By Derek Schlennstedt
You may have never heard of it, but the Dandenong Ranges Burrowing Crayfish is not an urban myth.
In fact, it’s alive and well, living in the headwaters of Emerald Creek, and a recent survey has shown a healthy number of the small-endangered invertebrate in the Dandenong Ranges.
As part of the Yarra Ranges Council Biohubs grant, the Community Weed Alliance (CWAD) of the Dandenongs, along with Yarra Ranges Council undertook a survey over the past two weeks to find this tiny, elusive, crustacean.
The crayfish was first reported in 1969 and again in the 1980s and 1990s, though it was only successfully found upstream of Falls Road on Olinda Creek in 2016.
Committee Member of CWAD, Jane Hollands said the species does not live in the creek, but next to it, in a secretive underground world of burrows.
“It was fantastic to find these endangered crayfish,” Mr Hollands said.
“In the first week we found two in the headwaters of Rundells Creek on Private land and then the second week they found two more.”
“What’s very interesting is they live underground and they leave holes in the ground, which we call chimneys and are little clusters in the soil.”
“They live in the muddy areas near the headwaters … the chances of seeing one is fairly limited as they don’t usually come up.”

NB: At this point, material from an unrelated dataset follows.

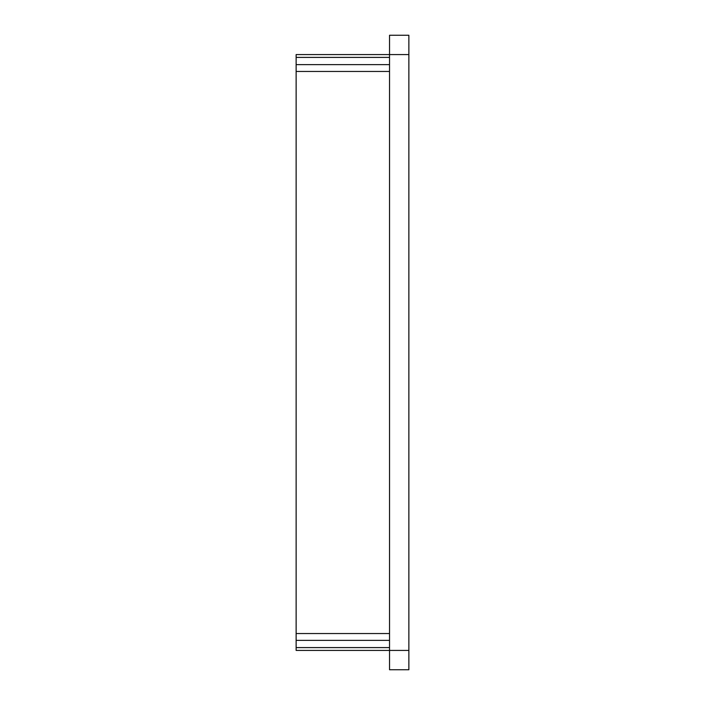 <?xml version="1.0" encoding="UTF-8"?>
<svg xmlns="http://www.w3.org/2000/svg" width="705" height="705" viewBox="0 0 705 705"><rect width="100%" height="100%" fill="white"/><g stroke="black" fill="none" stroke-linecap="round" stroke-linejoin="round"><path stroke-width="1.06" d="M408.865 54.576L296.135 54.576L296.135 650.424L389.539 650.424L389.539 669.75L408.865 669.75L408.865 35.25L389.539 35.25L389.539 650.424L408.865 650.424M296.135 57.405L389.539 57.405M296.135 64.631L389.539 64.631M296.135 71.461L389.539 71.461M296.135 633.539L389.539 633.539M296.135 640.369L389.539 640.369M296.135 647.595L389.539 647.595"/></g></svg>

The chances of seeing one are so limited that an expert from DELWP was required to help identify the burrowing cray, which is no easy task given the specimen has some tricky morphological features to other crayfish.
“They’re very hard to identify, because there is four or five species that are very similar,” Ms Hollands said.
“We can identify habitat where these animals might live, but finding them and proving that they do is very hard.”
Weed invasion is the most prominent threat to the endangered crayfish.
Ms Hollands said the survey will assist the Council in targeting weed control where the crayfish are known to occur.
“They are a threatened species and they need to be looked after in a better way, so showing that they are there is an important step in protecting them.”